A propaganda não paga salários
Neste momento, não há perspetivas de uma retoma a curto prazo que garanta a sustentabilidade das empresas e do emprego
Há uns anos atrás, desempenhava eu funções comerciais no Aeroporto da Madeira, quando, no decorrer de uma reunião para captação de rotas interpelei um responsável de uma companhia aérea europeia dizendo que as taxas de ocupação eram tão elevadas que faria todo o sentido reforçar a operação para a Madeira. A resposta, curta e direta, foi-me dada em forma de pergunta: “Mas tu sabes a que preço vendo os lugares?”. Efetivamente, eu não sabia. E este foi um momento de aprendizagem, que mais tarde e noutras funções me fez recordar que, também no transporte marítimo ou na hotelaria, as taxas de ocupação não pagam os custos. Mais importante ainda, despertou-me para a necessidade de tomar decisões com base em informações corretas e tendo em conta a realidade dos factos.

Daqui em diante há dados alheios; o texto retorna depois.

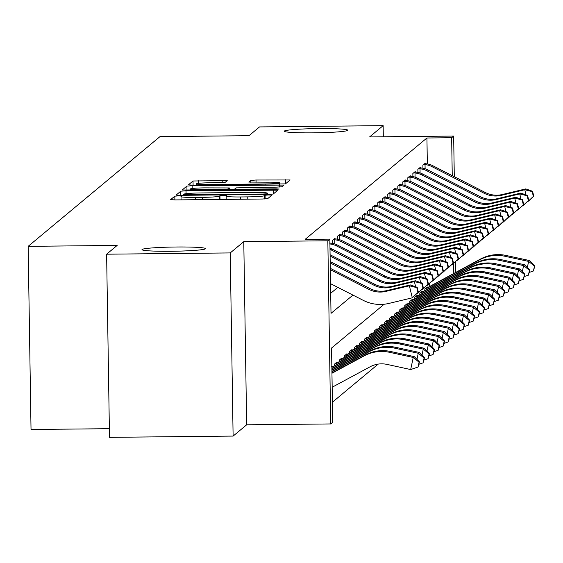 <?xml version="1.0" encoding="UTF-8"?>
<svg xmlns="http://www.w3.org/2000/svg" width="563" height="563" viewBox="0 0 563 563"><rect width="100%" height="100%" fill="white"/><g stroke="black" fill="none" stroke-linecap="round" stroke-linejoin="round"><path stroke-width="0.84" d="M178.485 195.889L174.819 196.149L170.631 199.633L175.086 199.914L262.449 199.013L267.699 198.64L271.887 195.157L268.762 194.96L265.089 195.227L264.547 195.678A15.581 1.035 -0.9 0 1 247.755 196.881L240.478 196.959A15.581 1.035 -0.9 0 1 226.157 196.156A15.581 1.035 -0.9 0 1 226.206 196.065L226.755 195.6L223.624 195.424L219.95 195.685L219.408 196.135A15.581 1.035 -0.9 0 1 202.617 197.346L195.34 197.423A15.581 1.035 -0.9 0 1 181.019 196.614A15.581 1.035 -0.9 0 1 181.068 196.529L181.624 196.065L178.485 195.889M313.45 132.854A31.753 2.104 -0.9 0 0 347.765 130.215A31.753 2.104 -0.9 0 0 318.588 128.575A31.753 2.104 -0.9 0 0 284.266 131.214A31.753 2.104 -0.9 0 0 313.45 132.854M171.173 251.274A31.753 2.104 -0.9 0 0 205.495 248.635A31.753 2.104 -0.9 0 0 176.31 247.002A31.753 2.104 -0.9 0 0 141.996 249.634A31.753 2.104 -0.9 0 0 171.173 251.274M227.241 180.639L193.025 180.99L188.359 184.889L192.835 185.143L285.448 183.869L290.114 179.97L256.031 180.019L250.781 180.399L248.776 182.081L267.932 182.187A13.026 0.866 -0.9 0 1 279.902 182.855A13.026 0.866 -0.9 0 1 265.827 183.939L208.31 184.53A13.026 0.866 -0.9 0 1 196.339 183.855A13.026 0.866 -0.9 0 1 210.421 182.771L225.249 182.299L227.241 180.639M427.338 163.946L426.93 137.991L451.653 137.738L453.658 136.063L454.292 176.691M106.618 254.194L230.232 252.928L233.11 436.079L109.496 437.345L106.618 254.194L117.153 245.426L28.15 246.341L159.991 136.605L248.994 135.69L259.529 126.921L383.143 125.655L369.595 136.929L453.658 136.063M233.11 436.079L246.657 424.805L243.779 241.654L230.232 252.928M243.779 241.654L327.835 240.795L329.841 239.12L331.009 313.373L352.959 295.103M426.93 137.991L305.118 239.374L329.841 239.12M186.022 190.815L180.772 191.188L176.106 195.087L180.582 195.34L267.946 194.439L273.196 194.066L277.862 190.167L186.022 190.815L186.064 193.679M182.25 189.963L186.902 186.093L192.145 185.713L283.984 185.072L281.979 186.754L276.729 187.127L236.052 187.873L234.722 188.999L239.198 189.245L276.081 188.865L279.213 189.041L275.532 189.33L182.25 190.012M383.319 136.788L383.143 125.655M330.692 293.309L337.821 287.383M329.981 243.082L329.897 242.576M332.627 243.392L332.578 240.338L334.992 238.332L334.999 238.902M337.645 239.212L337.596 236.164L340.003 234.159L340.017 234.729M342.663 235.038L342.614 231.991L345.02 229.986L345.028 230.556M347.681 230.865L347.631 227.811L350.038 225.805L350.045 226.375M352.698 226.685L352.649 223.638L355.056 221.632L355.063 222.202M357.709 222.512L357.667 219.457L360.074 217.459L360.081 218.029M362.727 218.338L362.678 215.284L365.091 213.278L365.098 213.849M367.745 214.158L367.695 211.111L370.109 209.105L370.116 209.675M372.762 209.985L372.713 206.931L375.12 204.932L375.134 205.502M377.78 205.805L377.731 202.757L380.138 200.752L380.152 201.322M382.798 201.631L382.749 198.584L385.155 196.578L385.162 197.149M387.816 197.458L387.766 194.404L390.173 192.405L390.18 192.975M392.826 193.278L392.784 190.231L395.191 188.225L395.198 188.795M397.844 189.105L397.795 186.057L400.209 184.052L400.216 184.622M402.862 184.931L402.812 181.877L405.226 179.879L405.233 180.449M407.879 180.751L407.83 177.704L410.237 175.698L410.251 176.268M412.897 176.578L412.848 173.531L415.255 171.525L415.269 172.095M417.915 172.405L417.866 169.35L420.272 167.345L420.28 167.915M422.933 168.224L422.883 165.177L425.29 163.171L425.297 163.742M332.409 402.207L378.174 364.113M429.266 286.68L429.217 283.632M331.924 366.766L331.839 366.323M334.549 365.69L334.528 364.085L336.934 362.086L336.941 362.593M339.566 361.516L339.538 359.912L341.952 357.906L341.959 358.42M344.584 357.336L344.556 355.739L346.963 353.733L346.977 354.24M349.602 353.163L349.574 351.558L351.981 349.56L351.988 350.066M354.62 348.99L354.591 347.385L356.998 345.379L357.005 345.893M359.63 344.809L359.609 343.212L362.016 341.206L362.023 341.713M364.648 340.636L364.627 339.032L367.034 337.033L367.041 337.54M369.666 336.463L369.645 334.858L372.052 332.853L372.059 333.366M374.684 332.283L374.655 330.685L377.069 328.679L377.076 329.186M379.701 328.109L379.673 326.505L382.08 324.506L382.094 325.013M384.719 323.929L384.691 322.332L387.098 320.326L387.105 320.833M389.737 319.756L389.709 318.158L392.115 316.153L392.122 316.659M394.747 315.583L394.726 313.978L397.133 311.972L397.14 312.486M399.765 311.402L399.744 309.805L402.151 307.799L402.158 308.306M404.783 307.229L404.762 305.632L407.169 303.626L407.176 304.133M409.801 303.056L409.773 301.451L412.186 299.446L412.193 299.959M414.818 298.876L414.79 297.278L417.197 295.272L417.211 295.779M419.836 294.702L419.808 293.105L422.215 291.099L422.222 291.606M424.854 290.529L424.826 288.925L427.233 286.919L427.24 287.433M28.15 246.341L31.028 429.492L109.356 428.689M384.156 304.238L331.558 348.018L332.719 422.271L330.713 423.939L327.835 240.795M246.657 424.805L330.713 423.939M455.629 261.478L455.798 272.372M452.244 175.649L451.653 137.738M453.785 273.456L453.623 263.4M183.355 194.629L263.16 194.038L266.834 193.771L267.404 193.299A15.581 1.035 -0.9 0 0 267.453 193.215A15.581 1.035 -0.9 0 0 253.132 192.405L200.717 192.947A15.581 1.035 -0.9 0 0 183.925 194.151L183.355 194.629M204.538 187.873A13.026 0.866 -0.9 0 0 190.456 188.95A13.026 0.866 -0.9 0 0 202.427 189.625L222.695 189.414L227.938 189.041L229.261 187.943L204.538 187.873M332.17 387.238L370.102 366.787A24.807 24.666 50.2 0 1 387.034 364.409L410.68 369.546L413.242 357.449L389.589 352.318A37.214 37.003 -129.8 0 0 364.191 355.886L331.952 373.269M419.062 362.192L418.042 367.034L419.463 361.861L419.062 362.192L413.242 357.449L414.241 356.618L390.595 351.481A37.214 37.003 -129.8 0 0 365.197 355.049L331.945 372.98M414.241 356.618L419.463 361.861M418.042 367.034L410.68 369.546M330.305 268.34L369.891 288.53A24.807 24.666 -129.8 0 0 386.887 290.564L410.371 284.941L409.364 285.779L416.796 287.644L417.971 292.457L418.372 292.127L417.197 287.313L416.796 287.644M330.326 269.698L368.885 289.361A24.807 24.666 -129.8 0 0 385.887 291.395L409.364 285.779L412.306 297.82L388.822 303.436A37.214 37.003 50.2 0 1 363.318 300.382L330.544 283.668M418.372 292.127L412.306 297.82L417.971 292.457M417.197 287.313L410.371 284.941M424.08 358.019L423.059 362.853L424.481 357.681L424.08 358.019L418.26 353.275L394.607 348.138A37.214 37.003 -129.8 0 0 369.208 351.713L331.931 371.812M416.972 359.356L418.26 353.275L419.259 352.438L395.606 347.308A37.214 37.003 -129.8 0 0 370.215 350.876L331.924 371.517M419.259 352.438L424.481 357.681M423.059 362.853L418.956 364.254M429.097 353.838L428.077 358.68L429.499 353.508L429.097 353.838L423.27 349.102L399.624 343.965A37.214 37.003 -129.8 0 0 374.226 347.533L331.903 370.348M421.99 355.176L423.27 349.102L424.277 348.265L400.624 343.127A37.214 37.003 -129.8 0 0 375.232 346.702L331.903 370.06M424.277 348.265L429.499 353.508M428.077 358.68L423.974 360.081M434.115 349.665L433.088 354.507L434.516 349.334L434.115 349.665L428.288 344.922L404.642 339.792A37.214 37.003 -129.8 0 0 379.244 343.36L331.881 368.892M427.007 351.002L428.288 344.922L429.295 344.084L405.641 338.954A37.214 37.003 -129.8 0 0 380.243 342.522L331.874 368.603M429.295 344.084L434.516 349.334M433.088 354.507L428.992 355.9M330.2 261.556L374.902 284.35A24.807 24.666 -129.8 0 0 391.904 286.384L415.388 280.768L414.382 281.606L421.814 283.471L422.982 288.284L423.383 287.953L422.215 283.133L421.814 283.471M330.221 262.914L373.902 285.188A24.807 24.666 -129.8 0 0 390.905 287.221L414.382 281.606L415.642 286.771M423.383 287.953L418.323 292.802L416.613 293.809M422.982 288.284L417.317 293.64L417.218 293.232M422.215 283.133L415.388 280.768M330.087 254.765L379.919 280.177A24.807 24.666 -129.8 0 0 396.922 282.211L420.406 276.595L419.4 277.425L426.824 279.297L428 284.111L428.401 283.773L427.226 278.959L426.824 279.297M330.108 256.123L378.92 281.014A24.807 24.666 -129.8 0 0 395.916 283.048L419.4 277.425L420.66 282.598M428.401 283.773L423.341 288.629L421.631 289.635M428 284.111L422.334 289.466L422.236 289.051M427.226 278.959L420.406 276.595M329.988 248.184A17.369 17.27 50.2 0 1 332.318 249.17L384.937 276.004A24.807 24.666 -129.8 0 0 401.94 278.038L425.424 272.415L424.418 273.252L431.842 275.117L433.017 279.931L433.419 279.6L432.243 274.786L431.842 275.117M330.002 249.402A17.369 17.27 50.2 0 1 331.311 250L383.938 276.834A24.807 24.666 -129.8 0 0 400.933 278.868L424.418 273.252L425.677 278.425M433.419 279.6L428.359 284.456L426.648 285.455M433.017 279.931L427.352 285.286L427.254 284.878M432.243 274.786L425.424 272.415M439.133 345.492L438.105 350.327L439.534 345.154L439.133 345.492L433.306 340.749L409.653 335.611A37.214 37.003 -129.8 0 0 384.262 339.186L332.494 367.09A4.961 4.933 50.2 0 1 331.86 367.379M432.018 346.829L433.306 340.749L434.312 339.911L410.659 334.781A37.214 37.003 -129.8 0 0 385.261 338.349L333.5 366.253A4.961 4.933 50.2 0 1 332.663 366.612L331.262 366.802M434.312 339.911L439.534 345.154M438.105 350.327L434.01 351.727M329.32 243.054L330.72 243.139A17.369 17.27 50.2 0 1 337.328 244.989L389.955 271.823A24.807 24.666 -129.8 0 0 406.958 273.857L430.435 268.241L429.435 269.079L436.86 270.944L438.035 275.757L438.436 275.427L437.261 270.606L436.86 270.944M329.918 243.99A17.369 17.27 50.2 0 1 336.329 245.827L388.949 272.661A24.807 24.666 -129.8 0 0 405.951 274.695L429.435 269.079L430.695 274.244M438.436 275.427L433.376 280.275L431.666 281.282M438.035 275.757L432.37 281.113L432.271 280.705M437.261 270.606L430.435 268.241M444.151 341.312L443.123 346.154L444.552 340.981L444.151 341.312L438.324 336.568L414.671 331.438A37.214 37.003 -129.8 0 0 389.279 335.006L337.511 362.917A4.961 4.933 50.2 0 1 336.674 363.269L336.695 364.535M437.036 342.649L438.324 336.568L439.33 335.738L415.677 330.601A37.214 37.003 -129.8 0 0 390.279 334.176L338.518 362.079A4.961 4.933 50.2 0 1 337.68 362.438L336.28 362.628L335.182 363.543L336.674 363.269M439.33 335.738L444.552 340.981M443.123 346.154L439.027 347.554M342.346 240.816L341.347 241.654A17.369 17.27 50.2 0 0 334.739 239.803L333.233 239.796L334.331 238.881L335.738 238.965A17.369 17.27 50.2 0 1 342.346 240.816L394.973 267.65A24.807 24.666 -129.8 0 0 411.975 269.684L435.452 264.068L434.453 264.899L441.878 266.771L443.053 271.584L443.454 271.246L442.279 266.433L441.878 266.771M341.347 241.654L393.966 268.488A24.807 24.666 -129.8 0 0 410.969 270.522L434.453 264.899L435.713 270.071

Hoje, desempenhando funções como deputado na Assembleia Legislativa da Madeira, sou naturalmente crítico sempre que existe desfasamento entre o discurso político e o mundo real. Poderá parecer assunto de menor importância, mas a verdade é que se torna mais evidente, e bem mais grave, quando ocorre em situações de crise como aquela em que vivemos. Por um lado, pelo efeito perverso que poderá criar em termos de expectativas, mas sobretudo porque leva a tomada de decisões erradas ou, no mínimo, desadequadas.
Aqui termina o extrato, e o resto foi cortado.